**** INFORMATION SHOWN

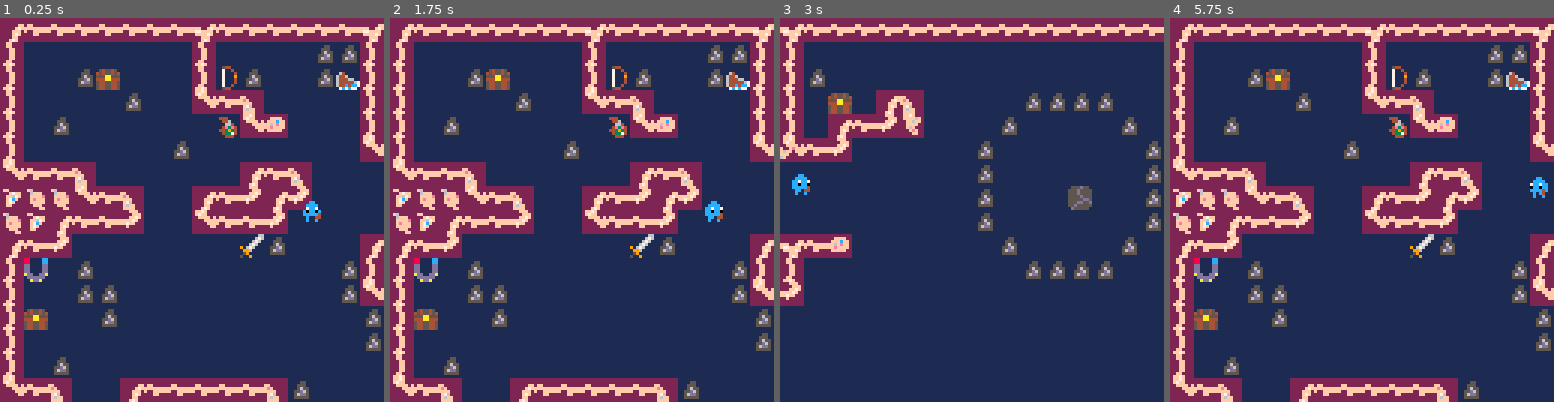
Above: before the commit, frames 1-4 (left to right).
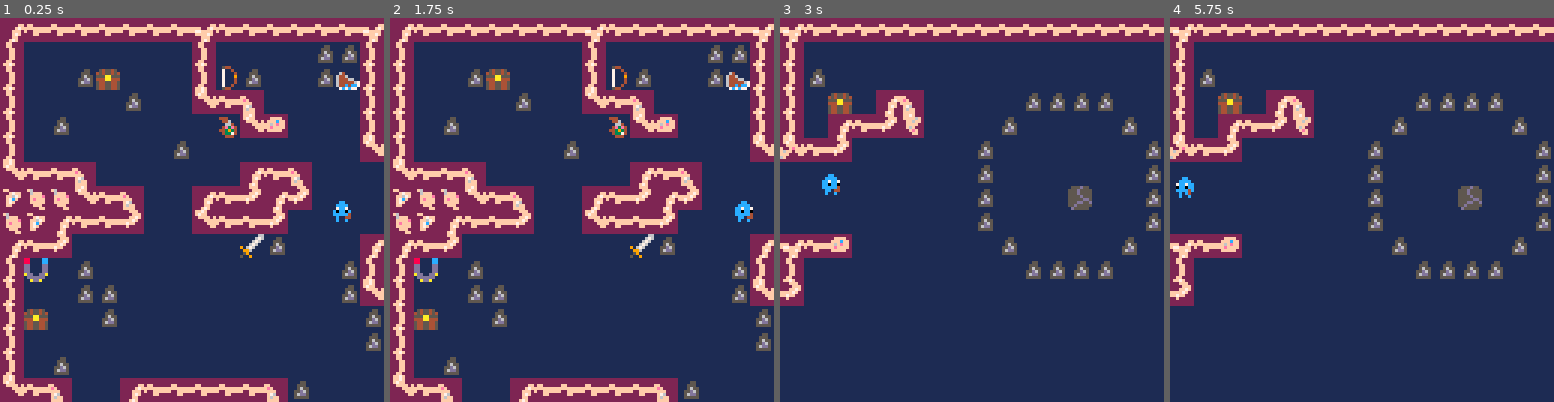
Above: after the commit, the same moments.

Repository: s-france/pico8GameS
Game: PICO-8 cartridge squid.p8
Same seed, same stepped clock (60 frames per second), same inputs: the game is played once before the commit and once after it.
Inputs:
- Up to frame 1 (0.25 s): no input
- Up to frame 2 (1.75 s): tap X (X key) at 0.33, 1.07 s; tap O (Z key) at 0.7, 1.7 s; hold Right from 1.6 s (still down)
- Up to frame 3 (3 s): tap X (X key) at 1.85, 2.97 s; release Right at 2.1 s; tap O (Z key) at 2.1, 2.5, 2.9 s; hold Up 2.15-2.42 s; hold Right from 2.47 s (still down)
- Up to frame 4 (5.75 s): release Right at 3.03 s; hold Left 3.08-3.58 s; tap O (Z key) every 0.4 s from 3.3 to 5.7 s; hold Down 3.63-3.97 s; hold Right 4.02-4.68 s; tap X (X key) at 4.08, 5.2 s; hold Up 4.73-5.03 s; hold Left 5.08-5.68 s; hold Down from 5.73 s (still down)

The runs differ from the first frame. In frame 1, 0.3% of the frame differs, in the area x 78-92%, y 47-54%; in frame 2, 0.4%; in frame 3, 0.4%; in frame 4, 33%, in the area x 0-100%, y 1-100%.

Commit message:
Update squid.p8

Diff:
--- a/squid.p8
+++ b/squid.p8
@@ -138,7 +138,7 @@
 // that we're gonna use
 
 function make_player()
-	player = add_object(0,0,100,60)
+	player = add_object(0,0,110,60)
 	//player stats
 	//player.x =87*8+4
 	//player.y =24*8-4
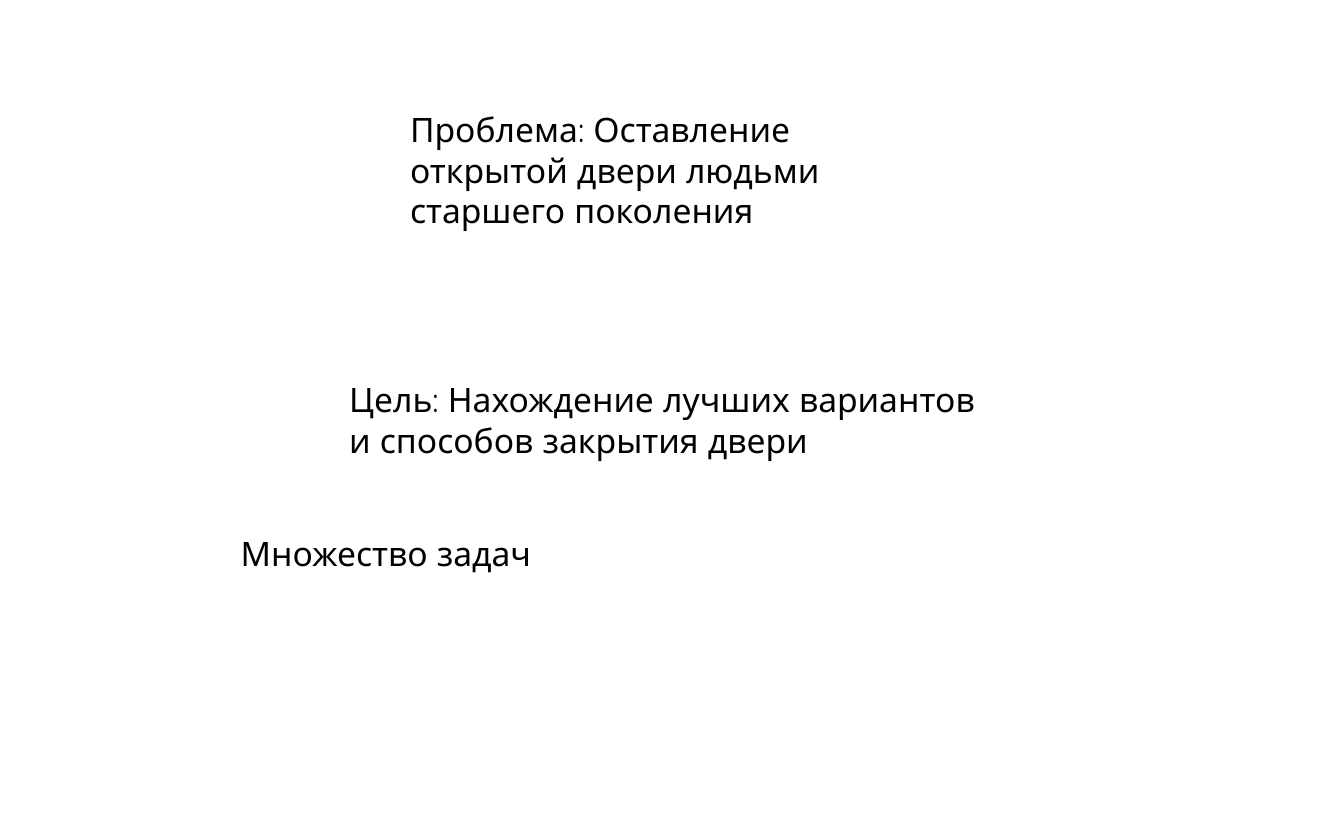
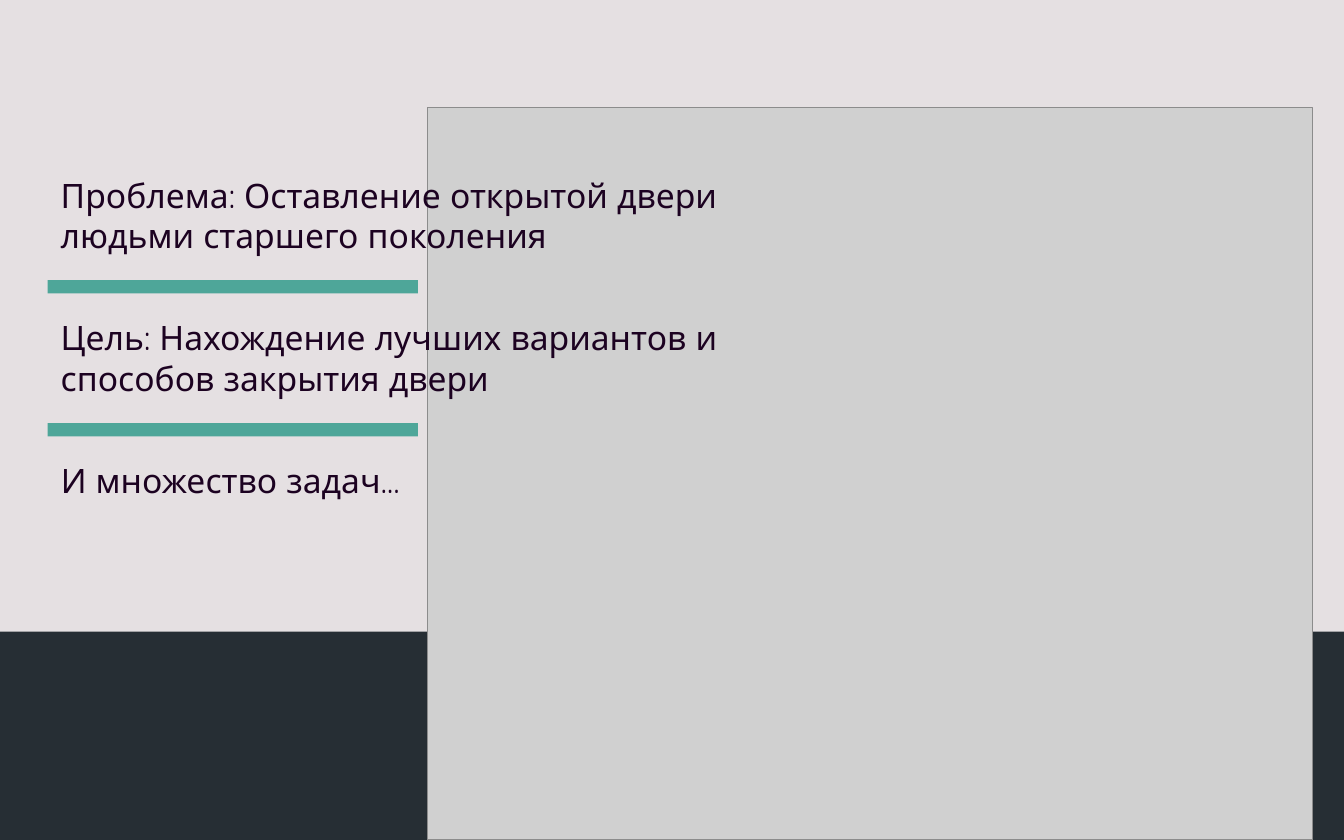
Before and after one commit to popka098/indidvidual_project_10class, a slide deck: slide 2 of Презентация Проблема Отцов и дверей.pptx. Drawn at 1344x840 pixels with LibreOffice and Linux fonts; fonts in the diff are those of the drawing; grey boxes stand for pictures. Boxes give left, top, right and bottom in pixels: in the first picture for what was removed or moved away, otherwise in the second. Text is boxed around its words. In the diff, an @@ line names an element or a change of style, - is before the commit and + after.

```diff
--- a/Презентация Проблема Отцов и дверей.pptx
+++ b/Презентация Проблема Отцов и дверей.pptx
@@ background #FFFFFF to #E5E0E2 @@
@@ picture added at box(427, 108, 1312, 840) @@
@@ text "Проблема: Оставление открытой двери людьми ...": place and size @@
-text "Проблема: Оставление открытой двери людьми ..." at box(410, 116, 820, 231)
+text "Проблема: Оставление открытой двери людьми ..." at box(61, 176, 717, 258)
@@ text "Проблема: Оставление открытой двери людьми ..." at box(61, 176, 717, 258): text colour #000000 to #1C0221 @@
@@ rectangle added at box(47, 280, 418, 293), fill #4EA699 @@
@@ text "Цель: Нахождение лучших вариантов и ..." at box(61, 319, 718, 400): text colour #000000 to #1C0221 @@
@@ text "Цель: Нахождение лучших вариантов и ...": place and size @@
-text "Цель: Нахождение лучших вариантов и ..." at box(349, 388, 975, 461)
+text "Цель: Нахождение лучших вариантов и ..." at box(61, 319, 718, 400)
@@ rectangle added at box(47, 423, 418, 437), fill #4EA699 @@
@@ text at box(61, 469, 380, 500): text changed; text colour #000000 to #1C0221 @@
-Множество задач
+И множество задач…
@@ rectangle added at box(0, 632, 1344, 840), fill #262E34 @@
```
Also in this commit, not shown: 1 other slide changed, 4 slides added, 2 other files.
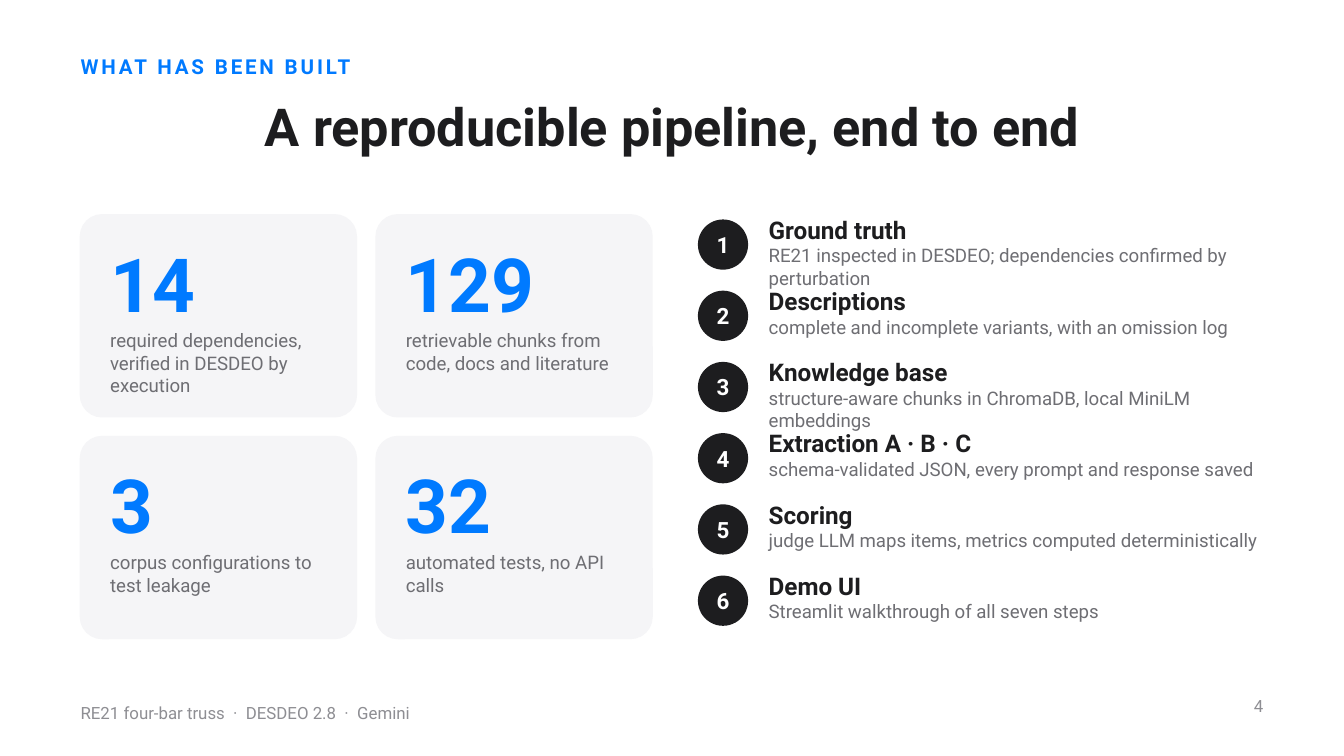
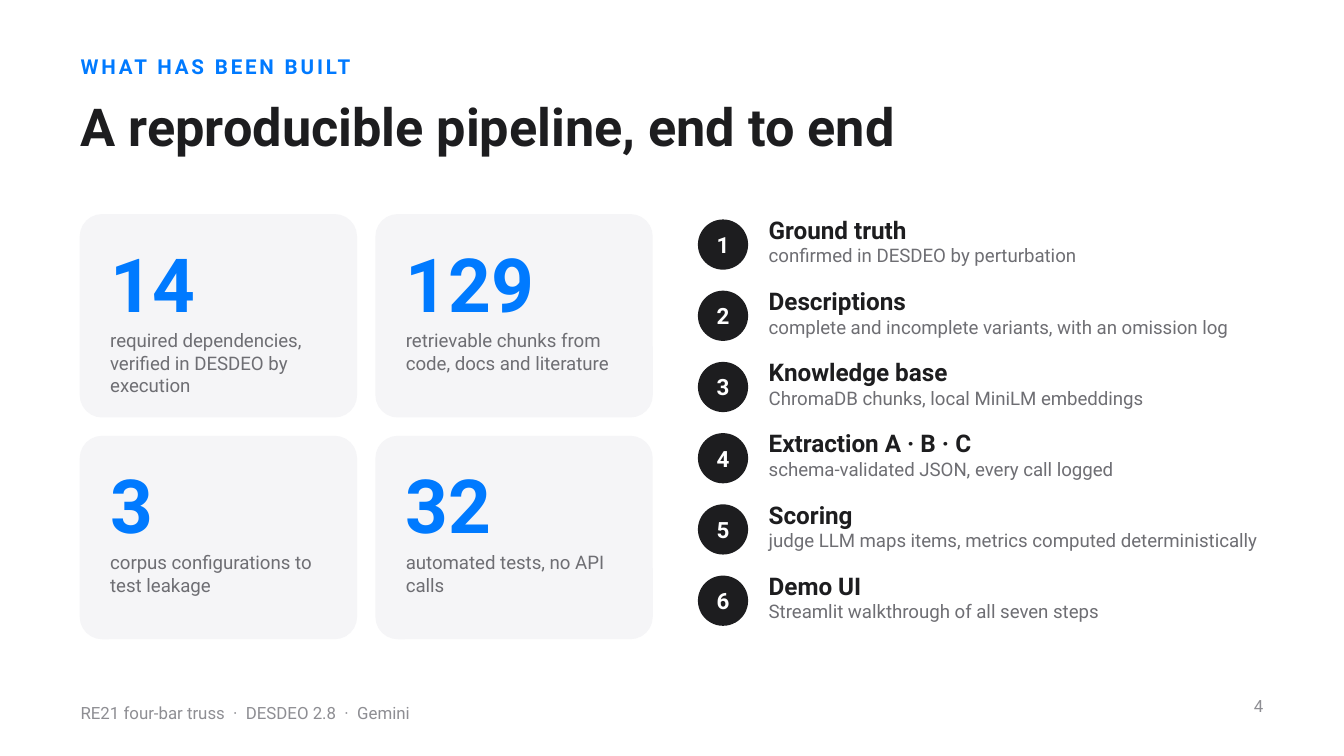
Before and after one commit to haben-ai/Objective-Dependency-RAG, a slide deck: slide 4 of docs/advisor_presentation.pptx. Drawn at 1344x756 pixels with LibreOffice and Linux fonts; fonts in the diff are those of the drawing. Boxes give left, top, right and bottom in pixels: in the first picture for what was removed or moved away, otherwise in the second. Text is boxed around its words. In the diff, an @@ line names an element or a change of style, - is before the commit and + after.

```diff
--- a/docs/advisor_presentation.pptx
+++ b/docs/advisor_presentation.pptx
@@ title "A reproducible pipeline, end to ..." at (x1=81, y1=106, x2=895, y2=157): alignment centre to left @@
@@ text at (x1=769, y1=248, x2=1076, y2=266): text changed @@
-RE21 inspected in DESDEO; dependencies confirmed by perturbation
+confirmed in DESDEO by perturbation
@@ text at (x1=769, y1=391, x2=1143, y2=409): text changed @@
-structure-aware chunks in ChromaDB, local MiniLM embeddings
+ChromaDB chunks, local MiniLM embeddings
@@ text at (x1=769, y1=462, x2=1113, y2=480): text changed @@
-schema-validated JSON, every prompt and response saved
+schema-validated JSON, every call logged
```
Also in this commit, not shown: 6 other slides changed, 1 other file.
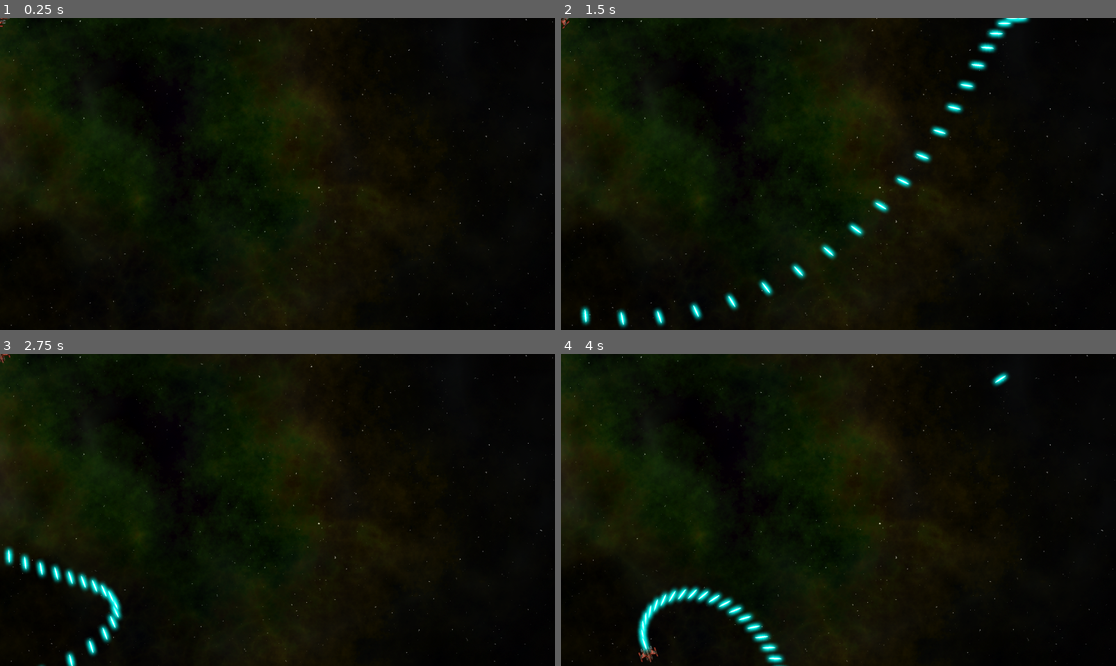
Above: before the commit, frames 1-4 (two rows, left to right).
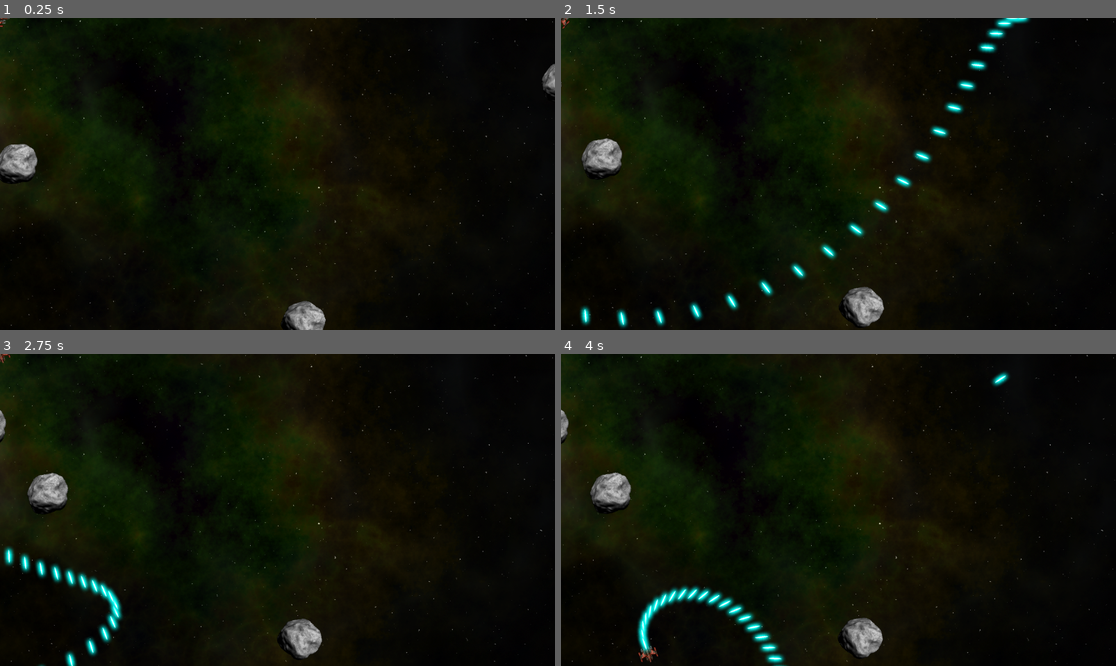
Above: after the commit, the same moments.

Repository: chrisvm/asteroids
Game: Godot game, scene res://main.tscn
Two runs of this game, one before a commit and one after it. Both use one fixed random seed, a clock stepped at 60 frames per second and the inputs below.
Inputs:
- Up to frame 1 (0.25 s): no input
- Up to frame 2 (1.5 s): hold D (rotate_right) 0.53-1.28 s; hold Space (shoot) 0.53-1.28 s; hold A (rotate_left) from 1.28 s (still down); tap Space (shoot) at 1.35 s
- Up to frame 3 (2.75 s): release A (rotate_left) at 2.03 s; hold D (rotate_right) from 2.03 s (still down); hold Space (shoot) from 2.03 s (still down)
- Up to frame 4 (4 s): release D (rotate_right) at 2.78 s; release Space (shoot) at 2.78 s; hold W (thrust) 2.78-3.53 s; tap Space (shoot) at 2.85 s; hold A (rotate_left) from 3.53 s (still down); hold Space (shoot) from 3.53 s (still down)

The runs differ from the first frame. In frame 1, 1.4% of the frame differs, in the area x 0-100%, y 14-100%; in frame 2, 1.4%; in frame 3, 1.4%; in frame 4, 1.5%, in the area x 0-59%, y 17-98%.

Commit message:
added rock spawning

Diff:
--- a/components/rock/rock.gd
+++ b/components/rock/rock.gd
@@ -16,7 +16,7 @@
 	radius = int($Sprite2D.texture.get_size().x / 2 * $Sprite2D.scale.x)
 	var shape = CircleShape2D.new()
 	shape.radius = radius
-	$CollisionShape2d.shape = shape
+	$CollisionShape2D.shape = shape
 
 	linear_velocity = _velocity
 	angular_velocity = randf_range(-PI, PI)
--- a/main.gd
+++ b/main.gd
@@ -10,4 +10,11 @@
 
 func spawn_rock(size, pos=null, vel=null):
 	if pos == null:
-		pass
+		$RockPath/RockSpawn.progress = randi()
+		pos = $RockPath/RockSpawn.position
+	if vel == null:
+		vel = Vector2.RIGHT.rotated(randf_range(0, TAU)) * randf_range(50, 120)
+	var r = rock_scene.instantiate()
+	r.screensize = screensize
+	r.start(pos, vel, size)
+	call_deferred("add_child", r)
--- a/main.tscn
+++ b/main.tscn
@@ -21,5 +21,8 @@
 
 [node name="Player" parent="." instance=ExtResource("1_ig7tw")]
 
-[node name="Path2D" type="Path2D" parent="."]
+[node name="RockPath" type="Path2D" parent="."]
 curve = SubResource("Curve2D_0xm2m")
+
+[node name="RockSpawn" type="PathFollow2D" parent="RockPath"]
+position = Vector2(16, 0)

********

● ASSIGNMENT
Please restate the lines above exactly, starting at the first line of the data and stopping at the line containing "- Up to frame 2 (1.75", which is included. Omit pictures.

● SOLUTION FOR THIS TASK
Above: before the commit, frames 1-4 (left to right).
Above: after the commit, the same moments.

Repository: s-france/pico8GameS
Game: PICO-8 cartridge squid.p8
Same seed, same stepped clock (60 frames per second), same inputs: the game is played once before the commit and once after it.
Inputs:
- Up to frame 1 (0.25 s): no input
- Up to frame 2 (1.75 s): tap X (X key) at 0.33, 1.07 s; tap O (Z key) at 0.7, 1.7 s; hold Right from 1.6 s (still down)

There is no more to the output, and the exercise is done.